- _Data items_

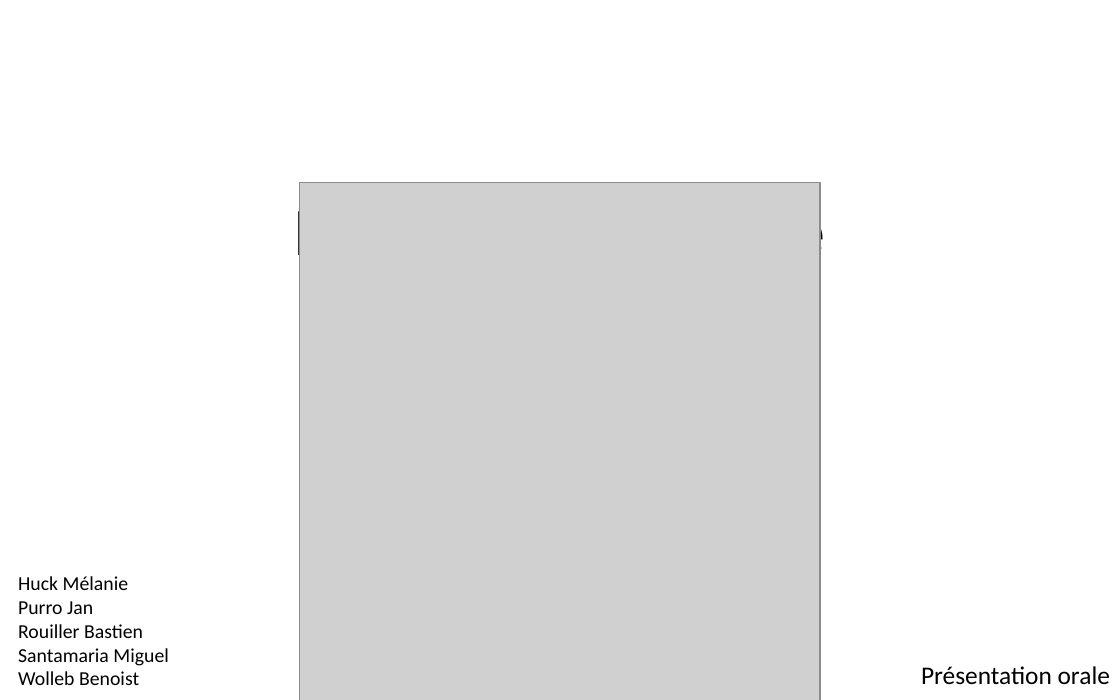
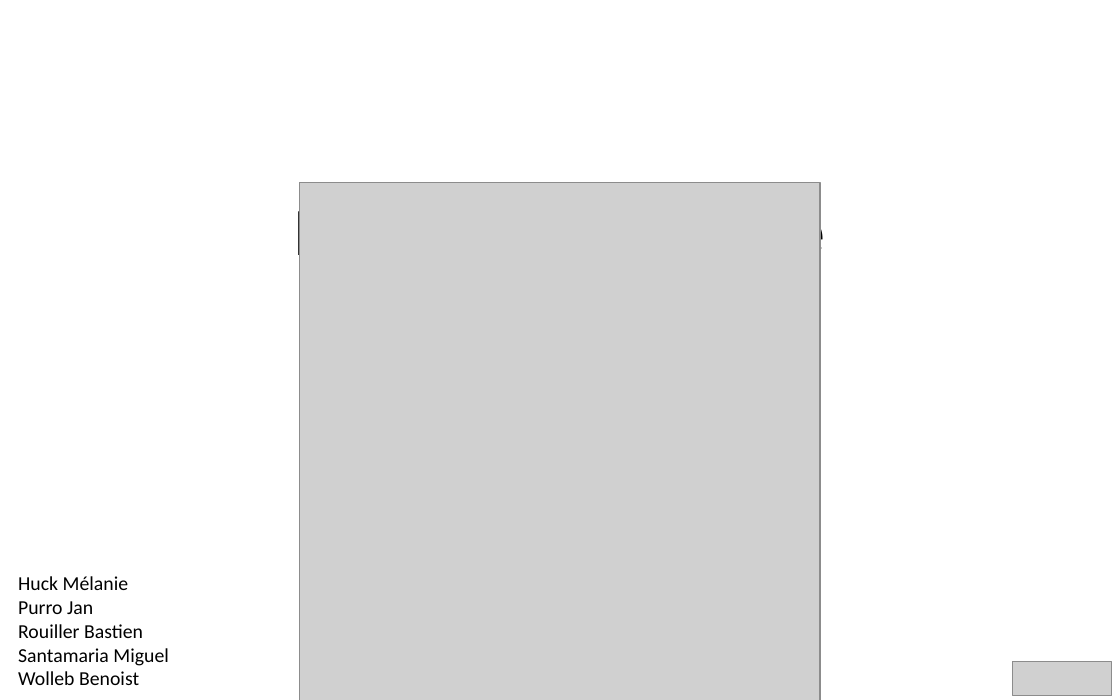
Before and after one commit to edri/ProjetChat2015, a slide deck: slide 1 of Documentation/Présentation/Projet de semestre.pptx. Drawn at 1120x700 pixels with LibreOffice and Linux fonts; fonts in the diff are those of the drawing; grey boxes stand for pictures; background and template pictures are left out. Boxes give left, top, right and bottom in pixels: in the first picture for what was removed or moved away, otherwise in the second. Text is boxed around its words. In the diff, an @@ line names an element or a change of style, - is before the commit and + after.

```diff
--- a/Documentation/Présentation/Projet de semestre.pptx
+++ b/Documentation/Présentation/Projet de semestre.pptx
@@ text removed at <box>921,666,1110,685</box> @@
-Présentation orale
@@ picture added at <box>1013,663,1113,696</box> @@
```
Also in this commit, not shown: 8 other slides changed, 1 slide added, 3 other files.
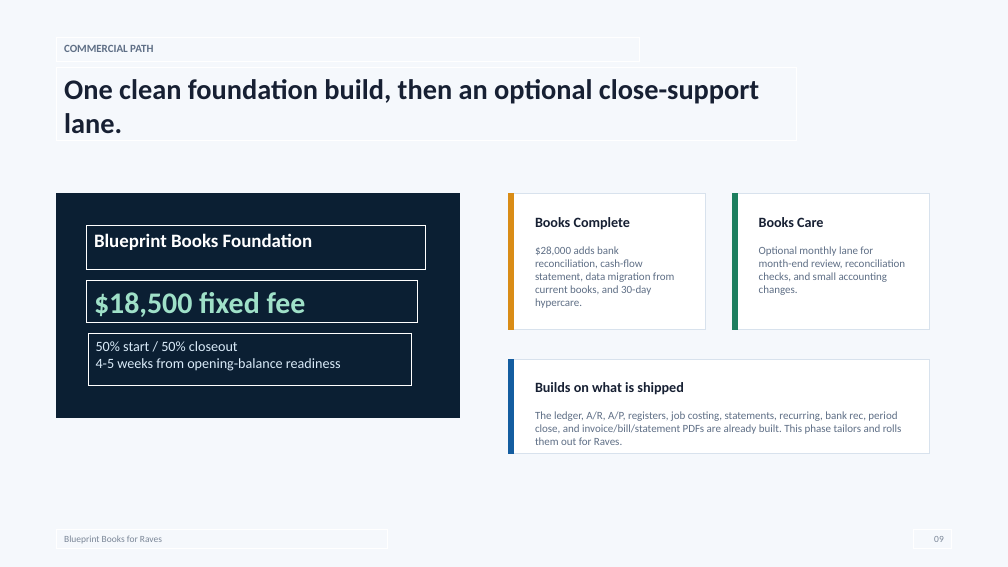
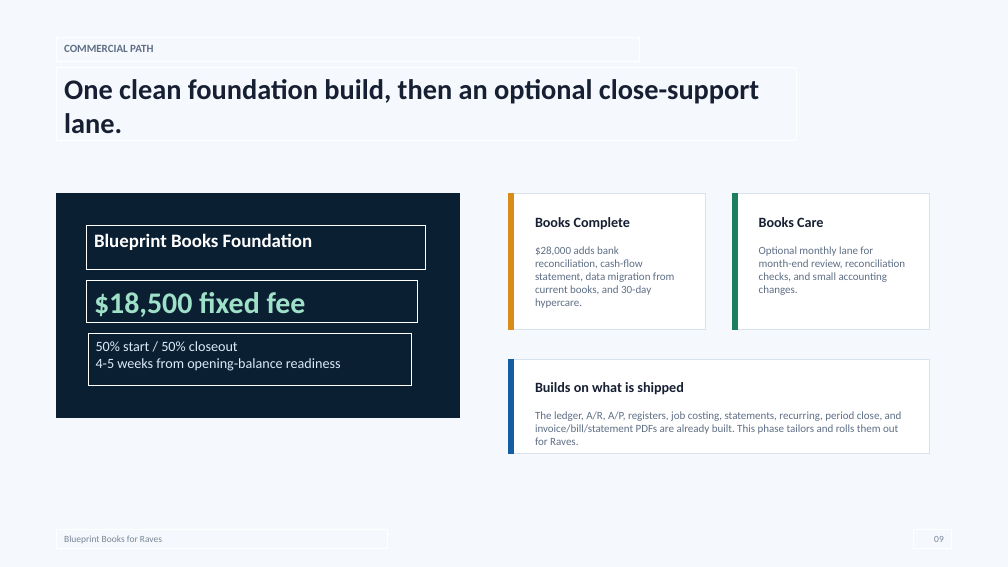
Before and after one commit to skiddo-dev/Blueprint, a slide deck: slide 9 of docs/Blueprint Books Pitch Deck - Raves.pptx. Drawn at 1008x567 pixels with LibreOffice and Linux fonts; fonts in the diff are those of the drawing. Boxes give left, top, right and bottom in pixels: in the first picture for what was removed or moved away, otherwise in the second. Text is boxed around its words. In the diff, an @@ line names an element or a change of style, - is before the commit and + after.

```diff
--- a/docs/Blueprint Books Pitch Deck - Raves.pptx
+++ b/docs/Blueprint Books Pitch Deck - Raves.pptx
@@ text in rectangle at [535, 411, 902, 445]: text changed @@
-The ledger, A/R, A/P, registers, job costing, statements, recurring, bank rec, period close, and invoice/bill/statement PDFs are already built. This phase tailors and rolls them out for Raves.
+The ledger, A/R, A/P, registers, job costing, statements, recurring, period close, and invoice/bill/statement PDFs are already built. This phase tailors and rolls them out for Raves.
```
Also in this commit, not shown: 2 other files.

- _INSTRUCTIONS FOR THE TASK_
Pull every line holding "files" out of the records.

- _RESPONSE BELOW_
Also in this commit, not shown: 8 other slides changed, 1 slide added, 3 other files.
Also in this commit, not shown: 2 other files.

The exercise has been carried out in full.